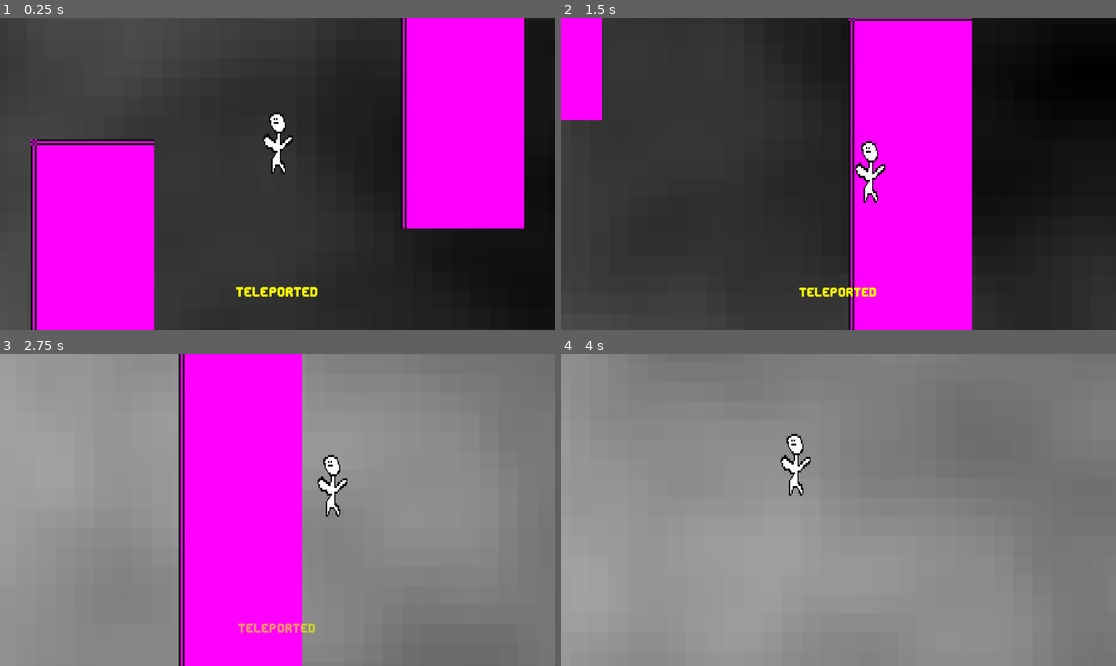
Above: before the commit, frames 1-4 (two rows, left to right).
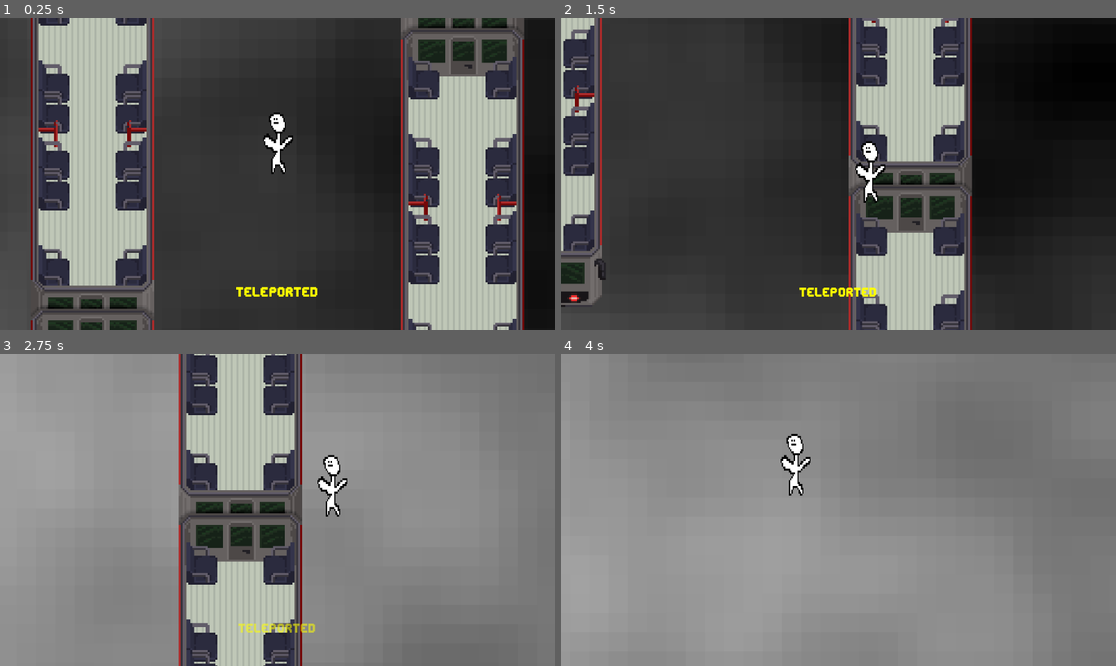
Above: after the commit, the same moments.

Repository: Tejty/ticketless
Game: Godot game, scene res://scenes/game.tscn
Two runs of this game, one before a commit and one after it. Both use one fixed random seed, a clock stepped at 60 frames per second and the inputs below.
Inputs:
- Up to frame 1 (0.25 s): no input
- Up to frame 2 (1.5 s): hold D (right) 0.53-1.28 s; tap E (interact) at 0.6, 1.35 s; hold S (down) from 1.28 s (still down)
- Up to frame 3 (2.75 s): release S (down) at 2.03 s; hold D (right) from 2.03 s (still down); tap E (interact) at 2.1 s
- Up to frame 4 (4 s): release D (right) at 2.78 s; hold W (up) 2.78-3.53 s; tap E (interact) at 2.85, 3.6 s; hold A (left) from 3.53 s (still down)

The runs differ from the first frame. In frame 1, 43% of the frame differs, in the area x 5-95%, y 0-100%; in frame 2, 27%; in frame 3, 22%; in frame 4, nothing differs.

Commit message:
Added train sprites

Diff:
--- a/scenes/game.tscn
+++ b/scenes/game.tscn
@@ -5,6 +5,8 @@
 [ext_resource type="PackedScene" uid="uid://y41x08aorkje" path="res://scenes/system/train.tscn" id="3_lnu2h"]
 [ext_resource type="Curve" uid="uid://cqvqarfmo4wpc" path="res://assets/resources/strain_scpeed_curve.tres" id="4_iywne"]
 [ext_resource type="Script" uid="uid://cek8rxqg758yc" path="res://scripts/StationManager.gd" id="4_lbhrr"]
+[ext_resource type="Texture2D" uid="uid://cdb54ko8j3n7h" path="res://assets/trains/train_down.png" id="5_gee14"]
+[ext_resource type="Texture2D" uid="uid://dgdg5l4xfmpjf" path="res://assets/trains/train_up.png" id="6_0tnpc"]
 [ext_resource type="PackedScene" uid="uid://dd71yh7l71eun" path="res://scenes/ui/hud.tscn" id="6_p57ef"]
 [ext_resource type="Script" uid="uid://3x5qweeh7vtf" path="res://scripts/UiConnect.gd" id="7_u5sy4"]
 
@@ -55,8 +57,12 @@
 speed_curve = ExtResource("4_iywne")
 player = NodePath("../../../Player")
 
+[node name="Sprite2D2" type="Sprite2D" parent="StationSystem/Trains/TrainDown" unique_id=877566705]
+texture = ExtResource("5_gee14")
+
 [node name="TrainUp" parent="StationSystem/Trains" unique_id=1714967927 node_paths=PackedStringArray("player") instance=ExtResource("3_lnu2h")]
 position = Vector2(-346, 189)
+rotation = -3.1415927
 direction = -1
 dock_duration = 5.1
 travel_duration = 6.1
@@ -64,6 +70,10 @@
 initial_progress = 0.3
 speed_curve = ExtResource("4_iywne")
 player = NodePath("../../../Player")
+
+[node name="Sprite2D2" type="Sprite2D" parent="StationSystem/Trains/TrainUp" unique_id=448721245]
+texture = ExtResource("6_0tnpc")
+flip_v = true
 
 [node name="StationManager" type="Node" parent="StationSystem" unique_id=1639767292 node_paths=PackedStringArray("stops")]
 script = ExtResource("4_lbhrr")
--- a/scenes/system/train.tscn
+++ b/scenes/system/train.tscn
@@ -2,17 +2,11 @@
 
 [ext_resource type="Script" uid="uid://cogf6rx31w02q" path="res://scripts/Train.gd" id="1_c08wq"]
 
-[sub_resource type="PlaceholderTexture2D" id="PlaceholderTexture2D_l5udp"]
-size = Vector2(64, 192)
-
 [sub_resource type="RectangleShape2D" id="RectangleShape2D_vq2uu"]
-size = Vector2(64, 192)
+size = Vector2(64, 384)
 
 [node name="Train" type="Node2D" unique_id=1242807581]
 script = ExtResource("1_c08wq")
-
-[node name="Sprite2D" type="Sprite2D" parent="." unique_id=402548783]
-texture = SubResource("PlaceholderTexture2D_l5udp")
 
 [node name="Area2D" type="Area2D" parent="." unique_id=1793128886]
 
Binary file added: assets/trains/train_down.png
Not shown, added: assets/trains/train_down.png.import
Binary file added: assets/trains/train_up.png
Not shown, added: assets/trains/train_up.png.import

━━━━━━

» **Problem to solve**
Find the word "left" in the material, then list each line that holds it.

» **Solution to the exercise**
Above: before the commit, frames 1-4 (two rows, left to right).
- Up to frame 4 (4 s): release D (right) at 2.78 s; hold W (up) 2.78-3.53 s; tap E (interact) at 2.85, 3.6 s; hold A (left) from 3.53 s (still down)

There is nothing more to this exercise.